The probability of observed agreement is
\[P_o := \frac{\text{Observed agreement}}{\text{Total}} = \frac{TP+TN}{TP+TN+FP+FN} = \text{Accuracy}.\]The probability of expected (random) agreement is
\[P_e := \frac{TP+FN}{\text{Total}} \cdot \frac{TP+FP}{\text{Total}} + \frac{FP+TN}{\text{Total}} \cdot \frac{FN+TN}{\text{Total}}.\]The formula for Cohen’s kappa coefficient is the probability of agreement take away the probability of expected (random) agreement divided by $1$ minus the probability of random agreement:
\[\kappa := \frac{P_o - P_e}{1-P_e} = 1 - \frac{1-P_o}{1-P_e}.\]Cohen’s kappa is always less than or equal to $1$. Values of $0$ or less, indicate that the classifier is useless. There is no standardized way to interpret its values. Landis and Koch (1977) provide a way to characterize values. According to their scheme a value $< 0$ is indicating no agreement, $0\sim0.20$ as slight, \(0.21\sim0.40\) as fair, \(0.41\sim0.60\) as moderate, \(0.61\sim0.80\) as substantial, and \(0.81\sim1\) as almost perfect agreement.
Changing Cutoffs
To increase the prediction accuracy of the minority class samples, we can determine alternative cutoffs (or thresholds) for the predicted probabilities. The most straightforward approach is to use the ROC curve since it calculates the sensitivity and specificity across a continuum of cutoffs. Using this curve, an appropriate balance between sensitivity and specificity can be determined.
The plot below is an ROC curve labeled with different probability cutoffs (or thresholds), and the numbers in the parentheses are the specificity and sensitivity.
Several techniques exist for determining a new cutoff. First, if there is a particular target that must be met for the sensitivity or specificity, this point can be found on the ROC curve and the corresponding cutoff can be determined. Another approach for determining a cutoff is to find the point on the ROC curve that is closest (i.e. the shortest distance) to the upper left corner of the plot. Another approach is to find the cutoff associated with the largest value of the Youden’s $J$ index. The index is defined as
\[J := \text{Sensitivity} + \text{Specificity} - 1.\]In the ROC curve above, we can see that the cutoff $0.064$ is the best with considering either the distance or Youden’s $J$ index.
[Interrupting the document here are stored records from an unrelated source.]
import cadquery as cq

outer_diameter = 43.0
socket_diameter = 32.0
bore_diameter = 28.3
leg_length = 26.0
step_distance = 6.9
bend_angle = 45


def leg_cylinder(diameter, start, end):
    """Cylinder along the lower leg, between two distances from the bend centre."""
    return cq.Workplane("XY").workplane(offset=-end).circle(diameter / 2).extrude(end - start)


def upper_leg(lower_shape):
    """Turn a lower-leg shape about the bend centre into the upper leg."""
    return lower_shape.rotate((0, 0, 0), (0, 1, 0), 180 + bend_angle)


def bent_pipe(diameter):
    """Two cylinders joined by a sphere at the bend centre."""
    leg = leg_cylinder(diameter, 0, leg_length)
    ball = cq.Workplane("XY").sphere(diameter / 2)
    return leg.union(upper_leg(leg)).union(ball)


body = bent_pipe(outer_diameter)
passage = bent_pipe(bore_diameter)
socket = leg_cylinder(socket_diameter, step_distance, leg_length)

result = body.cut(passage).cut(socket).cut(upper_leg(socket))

Note that changing cutoff does not influence the model parameters, and thus it does not increase the overall predictive effectiveness of the model. The main impact that an alternative cutoff has is to make trade-offs between particular types of errors.
References:
Kuhn, M., & Johnson, K. (2013). Remedies for severe class imbalance. In Applied predictive modeling (pp. 419-443). Springer, New York, NY.
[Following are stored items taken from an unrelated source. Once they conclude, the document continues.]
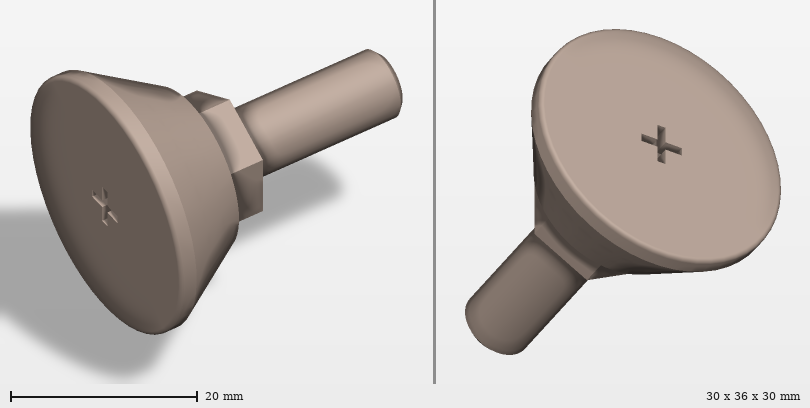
import cadquery as cq
import math


foot_diameter = 30.0
rim_height = 2.0
rim_fillet = 0.5
cone_height = 9.0
cone_top_diameter = 19.0

hex_across_flats = 13.0
hex_height = 5.0

stud_diameter = 8.0
stud_length = 20.0
stud_chamfer = 0.75

cross_length = 5.0
cross_width = 1.0
cross_depth = 2.0

foot_height = rim_height + cone_height
hex_top = foot_height + hex_height


def plane_at(height):
    """Workplane at a height above the floor face, with its normal along +Y and its local x along Z."""
    return cq.Workplane(cq.Plane(origin=(0, height, 0), xDir=(0, 0, 1), normal=(0, 1, 0)))


def make_foot():
    rim_radius = foot_diameter / 2
    profile = (
        cq.Workplane("YZ")
        .lineTo(0, rim_radius)
        .lineTo(rim_height, rim_radius)
        .lineTo(foot_height, cone_top_diameter / 2)
        .lineTo(foot_height, 0)
        .close()
    )
    foot = profile.revolve(360, (0, 0, 0), (1, 0, 0))
    return foot.faces("<Y").edges().fillet(rim_fillet)


def make_hex_collar():
    across_corners = hex_across_flats / math.cos(math.pi / 6)
    return plane_at(foot_height).polygon(6, across_corners).extrude(hex_height)


def make_stud():
    stud = plane_at(hex_top).circle(stud_diameter / 2).extrude(stud_length)
    return stud.faces(">Y").edges().chamfer(stud_chamfer)


def make_cross_recess():
    bar = plane_at(0).rect(cross_length, cross_width).extrude(cross_depth)
    crossbar = plane_at(0).rect(cross_width, cross_length).extrude(cross_depth)
    return bar.union(crossbar)


result = make_foot().union(make_hex_collar()).union(make_stud()).cut(make_cross_recess())

Kampakis, S. S. (2016, May 8). Performance Measures: Cohen’s Kappa statistic. The data scientist. Retrieved July 23, 2020, from https://thedatascientist.com/performance-measures-cohens-kappa-statistic.
Pykes, K. (2020, Feb 27). Cohen’s Kappa. Toward data science. Retrieved July 23, 2020, from https://towardsdatascience.com/cohens-kappa-9786ceceab58.
Landis, J. R., & Koch, G. G. (1977). The measurement of observer agreement for categorical data. biometrics, 159-174.
Weiss, G., & Provost, F. (2001). The Effect of Class Distribution on Classifier Learning: An Empirical Study. Department of Computer Science, Rutgers University.